Thursday, April 06, 2023

Voyager Flashback: Nothing Human

"Nothing Human" is a Voyager episode that aspires to be a classic Star Trek morality play... but it's quickly undermined by weak writing.

When an alien creature attaches itself to B'Elanna, the Doctor looks into the ship's database for a holographic expert in exobiology to help save her life. But the expert is Cardassian, igniting tensions in some former Maquis aboard the ship... and leading B'Elanna to outright refuse medical assistance.

Unfortunately, "Nothing Human" feels like a remix of other, earlier episodes of Star Trek. It is perhaps a bit better than some; there are shades of "Jetrel" here, in how the crew must interact with a genocidal monster. But it pales in comparison to Deep Space Nine's "Duet," in which a main character must confront their prejudice and learn that individuals cannot be defined solely by their race.

There are some good aspects to the episode. It forces an interesting moral dilemma onto The Doctor. It features strong performances by Robert Picardo and guest star David Clennon (who plays the Cardassian "Josef Mengele" character). There's another decent guest star in Jad Mager, who plays the Bajoran Tabor; this episode gives an awful lot of important emotion to him, and it's risky casting -- it's not even like the show was elevating a character who had been around before (like a Vorik).

Paris is allowed to show genuine concern for B'Elanna. (Their relationship isn't actually "on again, off again," but the writers' interest in it sure seems to be.) We get a truly alien alien: the species isn't an actor in minor prosthetic makeup, and its only communication with Voyager is an odd shockwave that presents as a weapon without causing any damage.

So yeah, it seems like there's a lot in the plus column here. But a lot of what's good here is undermined by equal and opposite bad. The novel and different alien is the hokiest of rubber-looking props, and poor Roxann Dawson has to lie under it on a table for the whole episode. The Doctor wastes a lot of time palling around with his new holographic friend even though a patient's life is on the line.

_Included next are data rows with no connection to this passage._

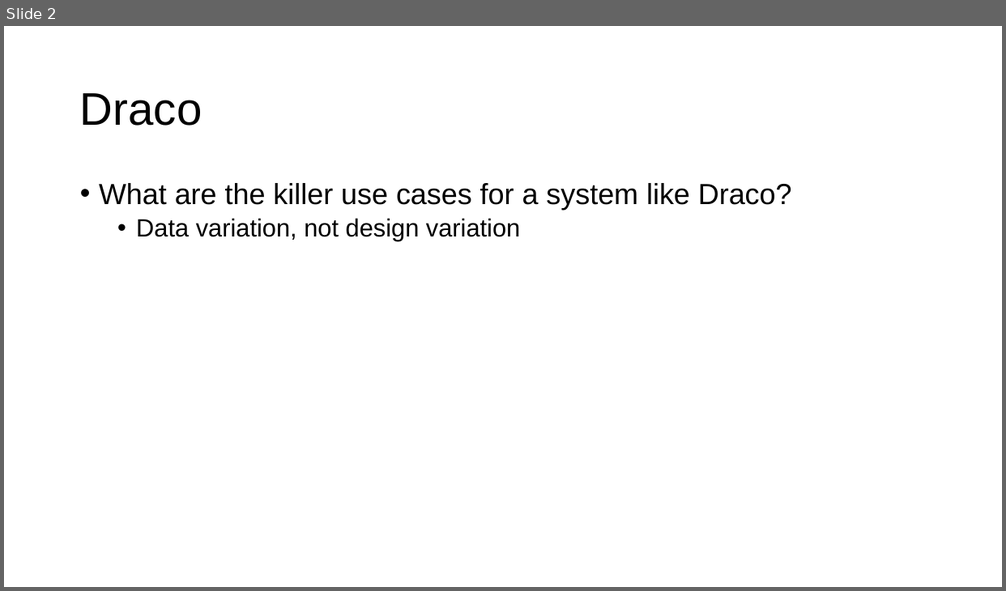
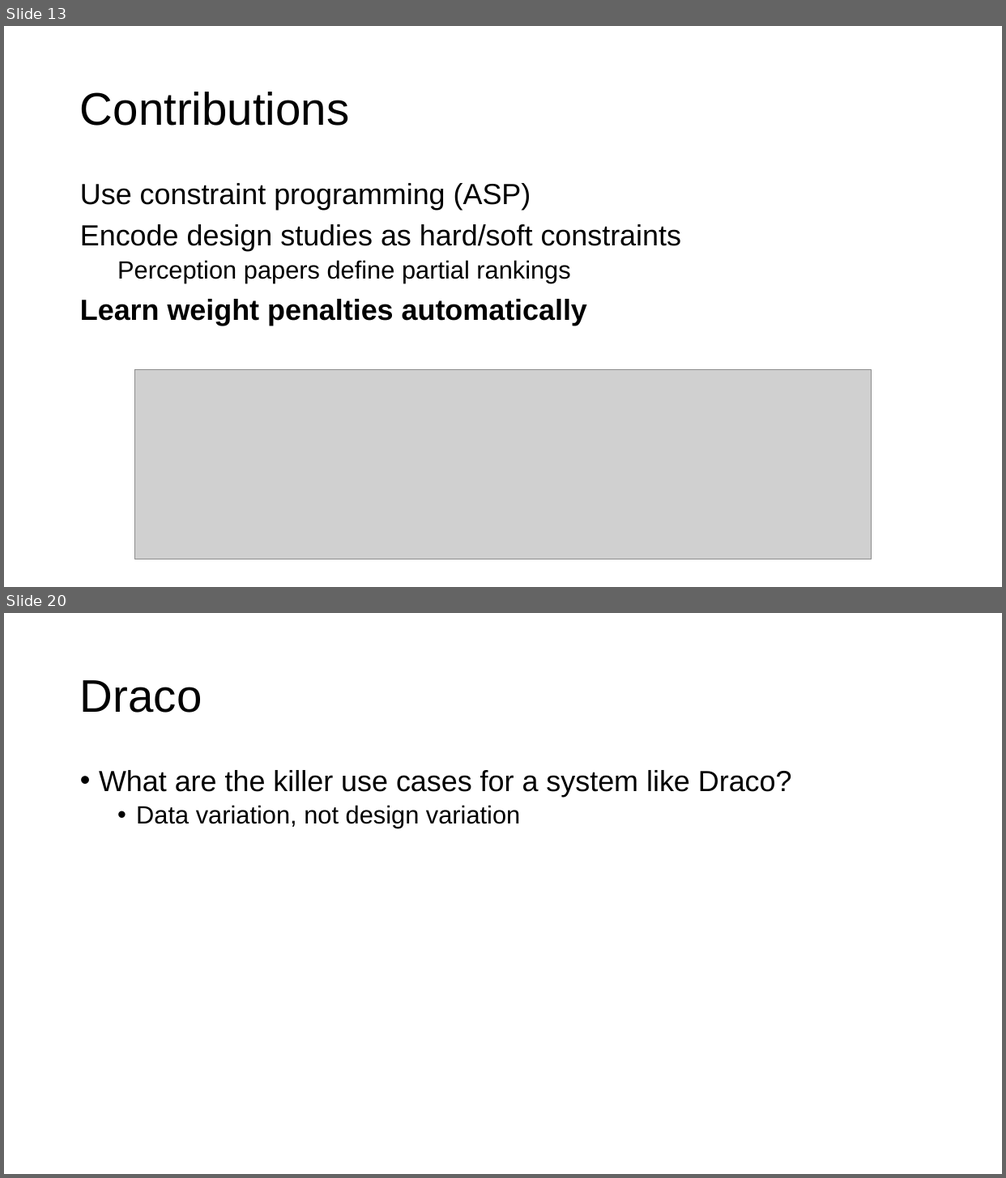
Before and after one commit to columbiaviz/columbiaviz.github.io, a slide deck: 2020s_w6998/lecs/04_rec.pptx. Shown one above the other, each under a label of ours: slide 2 before the commit, slides 13 and 20 after it; the slides between them are not shown. The pictures are 1006x591 and 1006x1178 pixels, drawn with LibreOffice and Linux fonts; fonts in the diff are those of the drawing; grey boxes stand for pictures. Boxes give left, top, right and bottom in pixels: in the first picture for what was removed or moved away, otherwise in the second. Text is boxed around its words. In the diff, an @@ line names an element or a change of style, - is before the commit and + after.

```diff
--- a/2020s_w6998/lecs/04_rec.pptx
+++ b/2020s_w6998/lecs/04_rec.pptx
@@ slide 13 added at bbox=[4, 26, 1002, 587], background #FFFFFF @@
@@ title added at bbox=[80, 92, 349, 126], 44 pt, text #000000 @@
+Contributions
@@ text added at bbox=[80, 183, 682, 326], 28 pt, text #000000 @@
+Use constraint programming (ASP)
+Encode design studies as hard/soft constraints
+  Perception papers define partial rankings
+Learn weight penalties automatically
@@ picture added at bbox=[134, 370, 872, 560] @@
@@ what was slide 2 is now slide 20 @@
```
Also in this commit, not shown: 2 slides changed, 18 other slides added.

The biggest problem, though, is in how the episode presents the moral dilemma here. "Is it right to profit from knowledge that comes from horrible people?" It's a fair question to ask, and there are even moments where the discussion is interesting, as when comparisons are drawn to animal testing, when Tuvok brings Vulcan logic to bear on the situation, and when Seven of Nine shares a distinctly Borg perspective. Yet the episode always has its thumb on the scales in a way that seems to simplify the more interesting and complex ideas here.

Crell Moset is cartoonishly evil, never choosing benign methods when something more akin to torture is an option. B'Elanna makes her wishes perfectly clear: "Do not resuscitate" -- but Janeway chooses for her anyway. (And declares "there’s been enough moral controversy on this ship for one day," being oddly flippant and dismissive of the idea of having morality at all.) Worst of all, the objections to Mocet start well before his reprehensible behavior is discovered; he's hated immediately just because he's Cardassian... and then it just so happens that he turns out to be hateable for other reasons. What's the lesson here, that sometimes racist prejudgement is called for?

In short, the writing of this episode is super muddy -- just like Tom Paris in the "vacation slides" that The Doctor forces on everyone in the teaser. Some compelling arguments aren't even raised. (Couldn't you argue that if you don't benefit from the evil and murderous research, then those deaths were for nothing?) Characters who get their way have no argument at all. (Janeway has no reason for stepping in to save B'Elanna against her wishes, beyond "but I need you.") The whole thing just winds up leaving a bad taste.

Other observations:

  • When Voyager is hit by the alien shockwave, we're in the mess hall, and we see lots of practical shaking of items on the set -- something the show rarely did.
  • I love how Seven of Nine says point blank to Tabor that she knows he doesn't like him, and she doesn't care. I feel like maybe there's a life lesson in that somewhere.

Maybe it's not so much that this episode is bad, as that for me it lives in the very long shadow cast by Deep Space Nine's "Duet." (That episode is possibly in the top 10 or 20 of ALL Star Trek, ever, and maybe not a fair comparison.) But however I get there, I can only see "Nothing Human" as a C.